And there’s the rub. Computer Science is an atypical case when it comes to online learning. Although many aspects of computer science involve qualitative judgments and conceptual reasoning, the core parts of the subject are highly procedural, and lend themselves to instruction-based learning and to machine evaluation and grading. (“Is that piece of code correct?” Let the computer run it and see if it performs as intended.)

Instructional courses that teach students how to carry out various procedures, which can be assessed to a large degree by automatic grading (often multiple choice questions) are the low hanging fruit for online education. But what about the Humanities, the Arts, and much of Science, where instruction is only a small part of the learning process, and a decidedly unimportant part at that, and where machine assessment of student work is at best a goal in the far distant future, if indeed it is achievable at all?

In the case of my MOOC, “Introduction to Mathematical Thinking,” the focus was the creative/analytic mathematical thinking process and the notion of proof. But you can’t learn how to think a certain way or how prove something by being told or shown how to do it any more than you can learn how to ride a bike by being told or shown. You have to try for yourself, and keep trying, and falling, until it finally clicks. Moreover, apart from some very special, and atypical, simple cases, neither thinking nor proofs can be machine graded. Proofs are more like essays than calculations. Indeed, one of the things I told my students in my MOOC was that a good proof is a story, that explains why something is the case.

For the vast majority of students, discussion with (and getting feedback from) professors, TAs, and other students struggling to acquire problem solving ability and master abstract concepts and proofs, is an essential part of learning. For those purposes, the online version does not find its inspiration in Khan Academy as it did for Thrun, but in Facebook, which showed how social interaction could live on the Internet.

When the online version of Thrun’s Stanford AI class attracted 160,000 students, he did not start a potential revolution in global higher education, but two revolutions, only the first of which he was directly involved in. The first one is relatively easy to recognize and understand, especially for Americans, who for the most part have never experienced anything other than instruction-based education.
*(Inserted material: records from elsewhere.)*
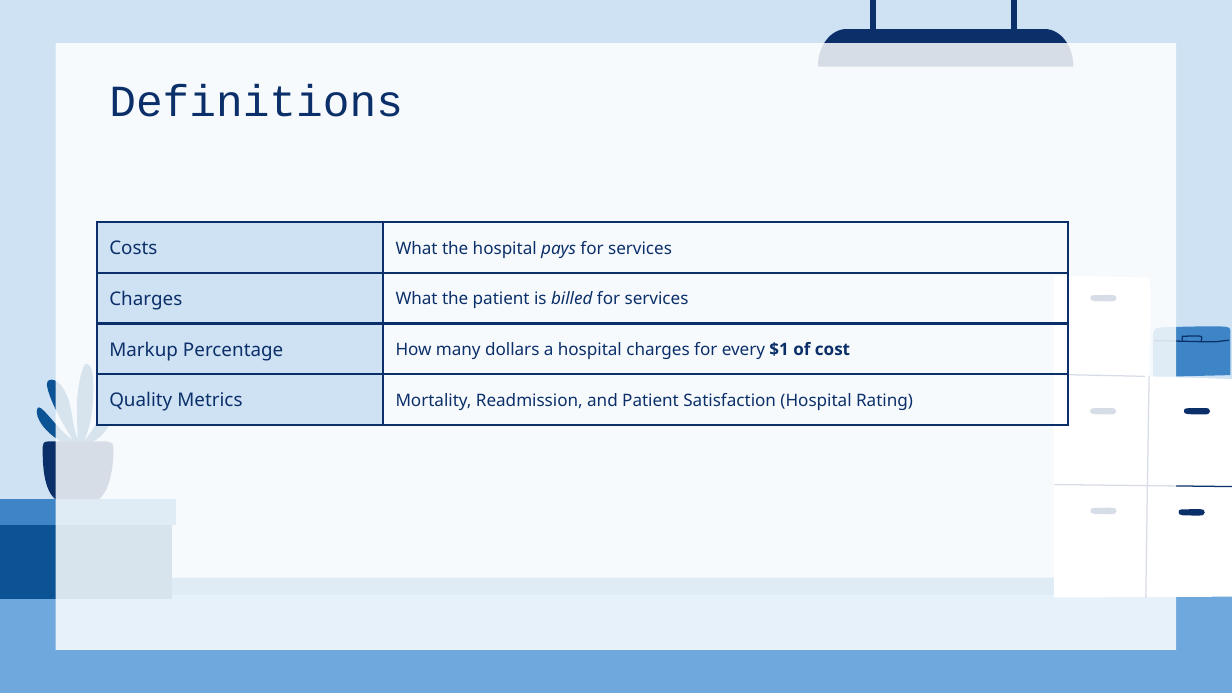
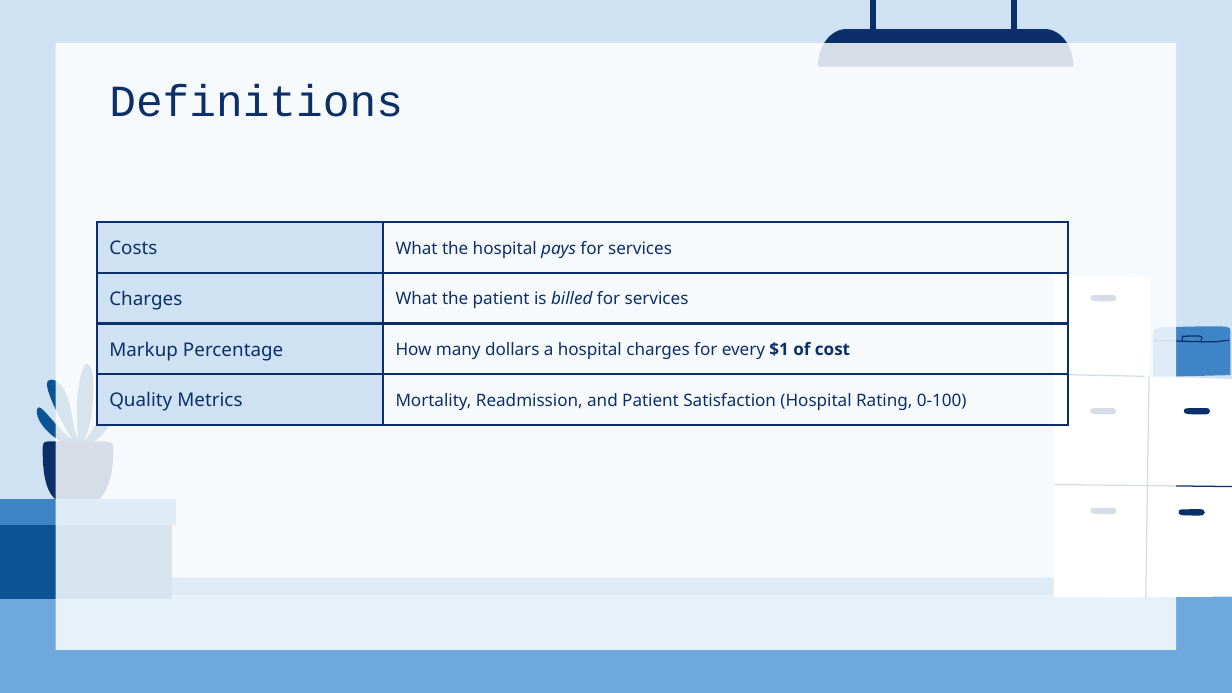
Before and after one commit to kjaques/hospital-financial-and-quality-performance, a slide deck: slide 5 of The Cost of Care Presentation.pptx. Drawn at 1232x693 pixels with LibreOffice and Linux fonts; fonts in the diff are those of the drawing. Boxes give left, top, right and bottom in pixels: in the first picture for what was removed or moved away, otherwise in the second. Text is boxed around its words. In the diff, an @@ line names an element or a change of style, - is before the commit and + after.

```diff
--- a/The Cost of Care Presentation.pptx
+++ b/The Cost of Care Presentation.pptx
@@ table at [97, 222, 1068, 425] @@
-row 4, column 2: Mortality, Readmission, and Patient Satisfaction (Hospital Rating)
+row 4, column 2: Mortality, Readmission, and Patient Satisfaction (Hospital Rating, 0-100)
```
Also in this commit, not shown: 2 other slides changed, 1 slide added, 5 other files.

For courses where the goal is for the student to achieve mastery of a set of procedures (which is true of many courses in computer science and in mathematics), MOOCs almost certainly will change the face of higher education. Existing institutions that provide little more than basic, how-to instruction have a great deal to fear from MOOCs. They will have to adapt (and there is a clear way to do so) or go out of business.
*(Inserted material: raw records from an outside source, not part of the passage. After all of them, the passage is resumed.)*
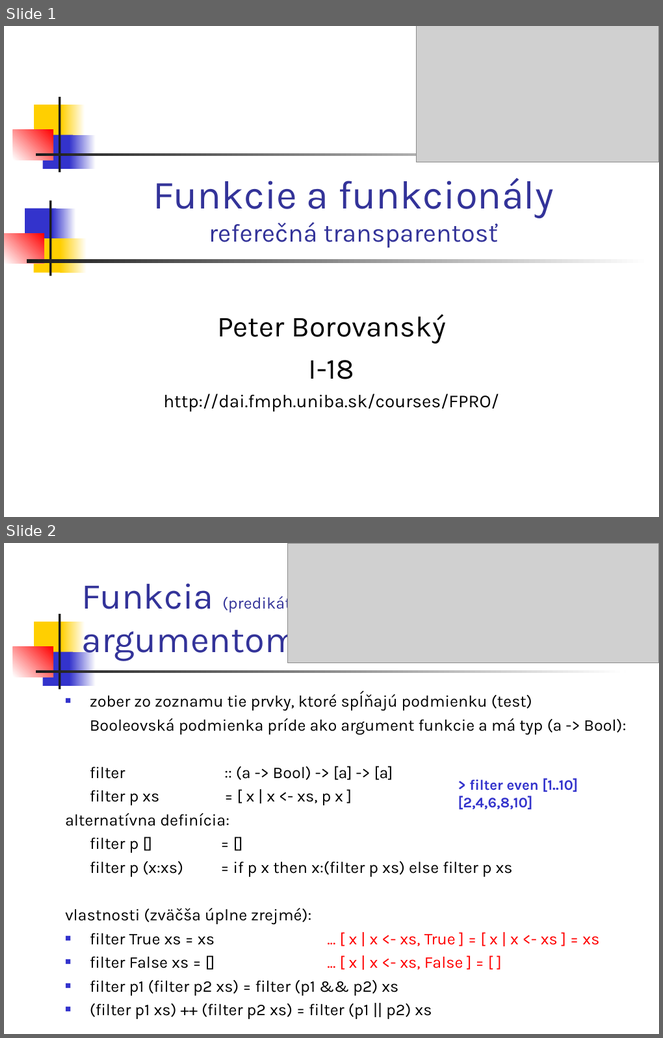
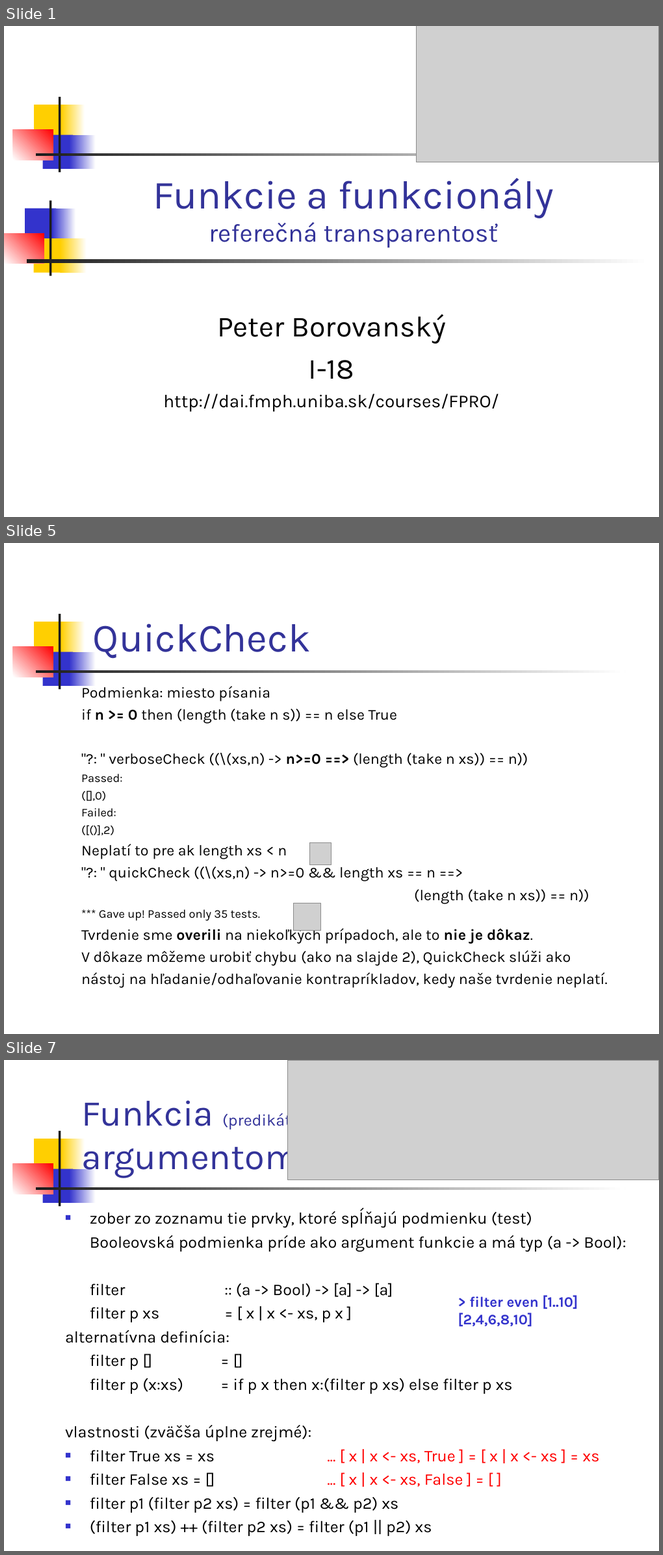
Before and after one commit to Funkcionalne/Prednasky, a slide deck: 02/02_fpro.ppt. Shown one above the other, each under a label of ours: slides 1 and 2 before the commit, slides 1, 5 and 7 after it; the slides between them are not shown. The pictures are 663x1038 and 663x1555 pixels, drawn with LibreOffice and Linux fonts; fonts in the diff are those of the drawing; grey boxes stand for pictures. Boxes give left, top, right and bottom in pixels: in the first picture for what was removed or moved away, otherwise in the second. Text is boxed around its words. In the diff, an @@ line names an element or a change of style, - is before the commit and + after.

```diff
--- a/02/02_fpro.ppt
+++ b/02/02_fpro.ppt
@@ slide 5 added at [4,543,659,1034], background #FFFFFF; not listed: 7 template elements that a slide beside it also shows @@
@@ title added at [93,624,311,659], 44 pt, text #333399 @@
+QuickCheck
@@ text added at [81,684,608,988], 16.6 pt, text #000000 @@
+Podmienka: miesto písania
+if n >= 0 then (length (take n s)) == n else True
+"?: " verboseCheck ((\(xs,n) -> n>=0 ==> (length (take n xs)) == n))
+Passed:
+([],0)
+Failed:
+([()],2)
+Neplatí to pre ak length xs < n
+"?: " quickCheck ((\(xs,n) -> n>=0 && length xs == n ==>
+(length (take n xs)) == n))
+*** Gave up! Passed only 35 tests.
+Tvrdenie sme overili na niekoľkých prípadoch, ale to nie je dôkaz.
+V dôkaze môžeme urobiť chybu (ako na slajde 2), QuickCheck slúži ako
+nástoj na hľadanie/odhaľovanie kontrapríkladov, kedy naše tvrdenie neplatí.
@@ picture added at [310,843,332,865] @@
@@ picture added at [294,903,321,931] @@
@@ what was slide 2 is now slide 7 @@
```
Also in this commit, not shown: 1 slide changed, 5 other slides added, 2 other files.

If I want to learn about AI, I would prefer to do so from an expert such as Sebastian Thrun. (In fact, when I have time, I plan on taking his Udacity course on the subject!) So too will most students. Why pay money to attend a local college and be taught by a (hopefully competent) instructor of less stature when you can learn from Thrun for free?

True, Computer Science courses are not just about mastery of procedures. There is a lot to be learned from the emphases and nuances provided by a true expert, and that’s why, finances aside, I would choose Thrun’s course. But at the end of the day, it’s the procedural mastery that is the main goal. And that’s why that first collection of Computer Science MOOCs has created the popular public image of the MOOC student as someone watching canned instructional videos (generally of short duration and broken up by quizzes), typing in answers to questions to be evaluated by the system.

But this kind of course occupies the space in the overall educational landscape that McDonalds does in the restaurant business. (As someone who makes regular use of fast food restaurants, this is most emphatically not intended as a denigratory observation. But seeing utility and value in fast food does not mean I confuse a Big Mac with quality nutrition.)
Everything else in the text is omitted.